European Union_071820A
[European Union - ETH-Zurich]
 

 

6G: Building Tomorrow's Wireless Tech Beyond 100 GHz

 

 

The Vision of the 6G System

 

As 5G research is maturing towards a global standard, the research community must focus on the development of beyond-5G solutions and 2030 era, i.e. 6G. It is not clear yet what 6G will entail.
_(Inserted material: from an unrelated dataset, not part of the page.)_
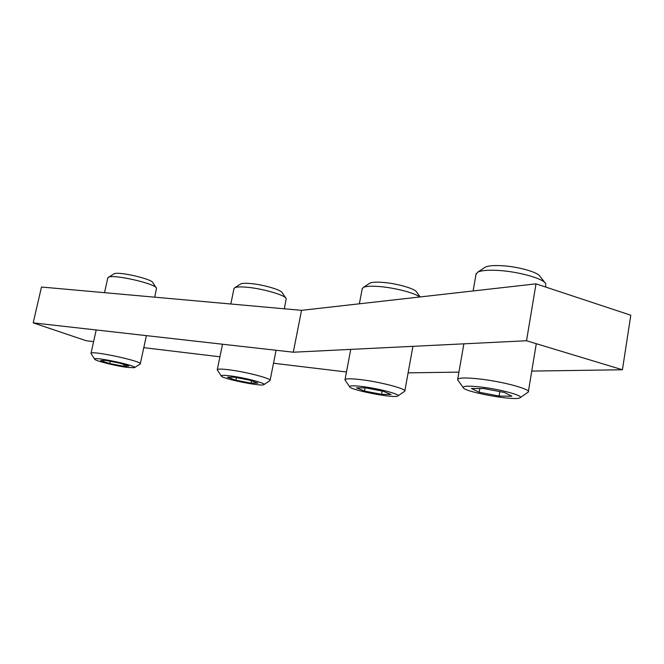 <?xml version="1.0" encoding="UTF-8"?>
<svg xmlns="http://www.w3.org/2000/svg" width="664" height="664" viewBox="0 0 664 664"><rect width="100%" height="100%" fill="white"/><g stroke="black" fill="none" stroke-linecap="round" stroke-linejoin="round"><path stroke-width="1" d="M622.425 369.765L630.8 315.226L536.006 283.852L301.531 310.337L41.483 287.031L33.2 322.862L293.297 352.211L526.527 340.748L622.425 369.765L531.764 371.076M301.531 310.337L293.297 352.211M536.006 283.852L526.527 340.748M458.94 372.122L408.111 372.853M346.459 371.998L273.502 363.233M219.933 356.8L143.781 347.654M93.607 341.62L86.22 340.74L33.2 322.862M156.156 287.703L152.861 282.748C152.546 279.063 118.233 271.161 114.05 273.834L113.71 274.049M107.759 278.133L108.448 277.262C113.502 274 156.264 283.827 156.53 288.259L154.695 297.181M134.543 367.599L140.262 363.938C144.005 361.656 92.039 350.343 91.018 353.24L91.184 353.796M127.239 367.391C115.295 365.889 94.172 360.544 94.661 359.116C93.599 356.286 139.482 366.237 134.377 367.715L127.239 367.391M119.669 363.108L128.733 366.055L123.678 366.246L109.767 363.548L100.613 360.61L105.468 360.361L119.669 363.108M110.257 361.291L109.767 363.548M124.052 364.536L123.678 366.246M285.786 297.978L282.183 292.758C281.553 289.869 262.139 284.3 249.539 283.453C245.066 283.13 242.111 283.287 240.683 283.951L240.285 284.2M233.952 288.79L234.79 287.703C236.525 286.906 240.169 286.715 245.713 287.138C261.359 288.217 285.52 295.115 286.209 298.601L284.333 308.801M263.973 384.58L270.065 380.538C272.613 378.829 246.004 371.832 228.806 369.773C221.917 368.927 218.082 368.869 217.294 369.607L217.51 370.271M230.657 375.94C245.215 377.733 267.467 383.667 263.782 384.705C260.836 386.689 220.672 378.389 221.261 375.907C221.361 375.16 224.49 375.168 230.657 375.94M235.919 380.231L227.412 377.243L234.118 377.169L249.539 380.148L257.914 383.136L251 383.145L235.919 380.231L236.45 377.617M251.465 380.837L251 383.145M420.146 296.941L416.635 292.118C415.498 288.716 396.126 283.204 381.966 282.324C375.89 281.918 371.84 282.2 369.831 283.163L369.317 283.495M362.187 288.931L363.316 287.429C365.764 286.267 370.753 285.943 378.289 286.458C393.553 287.479 414.635 292.841 419.822 296.974M397.935 395.885L404.783 391.221C407.422 389.087 380.538 381.949 360.842 379.642C351.389 378.53 346.11 378.505 345.031 379.576L345.322 380.447M362.486 386.564C379.293 388.589 401.828 394.707 397.703 396.043C394.001 398.549 349.214 389.809 349.596 386.656C349.712 385.577 354.003 385.543 362.486 386.564M364.519 391.071L356.493 387.842L365.748 387.892L383.244 391.262L391.054 394.491L381.584 394.35L364.519 391.071L365.109 387.892M382.19 391.054L381.584 394.35M544.986 282.715L540.048 276.407C538.147 272.215 517.887 266.521 501.669 265.691C493.559 265.268 488.065 265.766 485.185 267.185L484.438 267.692M476.005 274.431L477.706 272.174C481.209 270.456 487.99 269.874 498.05 270.422C518.219 271.501 543.492 278.573 545.717 283.652L545.659 287.047M520.236 397.636L528.303 392.042C531.208 389.237 502.582 381.501 479.391 378.961C466.46 377.559 459.231 377.658 457.695 379.252L458.135 380.513M480.852 387.037C500.855 389.303 524.925 396.026 519.929 397.844C514.957 401.189 463.148 391.727 463.181 387.519C463.273 385.9 469.157 385.743 480.852 387.037M479.167 392.241L471.44 388.506L483.981 388.581L504.507 392.507L511.902 396.25L499.104 396.059L479.167 392.241L479.798 388.556M499.859 391.619L499.104 396.059M114.05 273.834L108.448 277.262M107.842 277.726L104.514 292.683M96.205 329.975L91.018 353.24M146.387 335.635L140.311 363.698M94.661 359.116L90.951 353.431M240.683 283.951L234.79 287.703M234.043 288.317L230.815 304.004M222.523 344.226L217.294 369.607M276.083 350.268L270.115 380.264M221.261 375.907L217.228 369.848M369.831 283.163L363.316 287.429M362.295 288.342L359.365 303.805M350.741 349.388L345.031 379.576M412.917 346.326L404.841 390.88M349.596 386.656L344.956 379.924M485.185 267.185L477.706 272.174M476.146 273.618L473.117 290.957M463.879 343.827L457.695 379.252M536.288 343.703L528.378 391.586M463.181 387.519L457.62 379.808"/></g></svg>

It will include relevant technologies considered too immature for 5G or which are outside the defined scope of 5G. More specifically, the way in which data are collected, processed, transmitted and consumed within the wireless network will be a key driver for 6G.

It will take at least 10 years to have the rolling out of the first 6G systems (by 2030) and 5G will keep growing for a few more years after that (ETSI estimated a few years ago the peak in adoption for 5G around 2040), as it is now happening with 4G that is expected to grow for a few more years, at least till 2025. 

Actually, 5G is just the system before 6G, not the end of the line in G. 5G, which has many more features than 4G, has already started to deploy worldwide in 2020. The 6G system, with the full support of artificial intelligence is expected to be deployed between 2027 and 2030. In beyond 5G, there are some fundamental issues, which need to be addressed are higher system capacity, higher data rate, lower latency, and improved quality of service (QoS) compared to 5G system. 

Just as the jump from 4G to 5G represents an expansion of spectrums used and introduction of new frequencies, so will the evolution between 5G and 6G communications. Whereas 5G leverages mmWave in the microwave frequency range, 6G will take advantage of even smaller wavelengths at the Terahertz (THz) band, which is typically referred to as 100 GHz to 3 THz.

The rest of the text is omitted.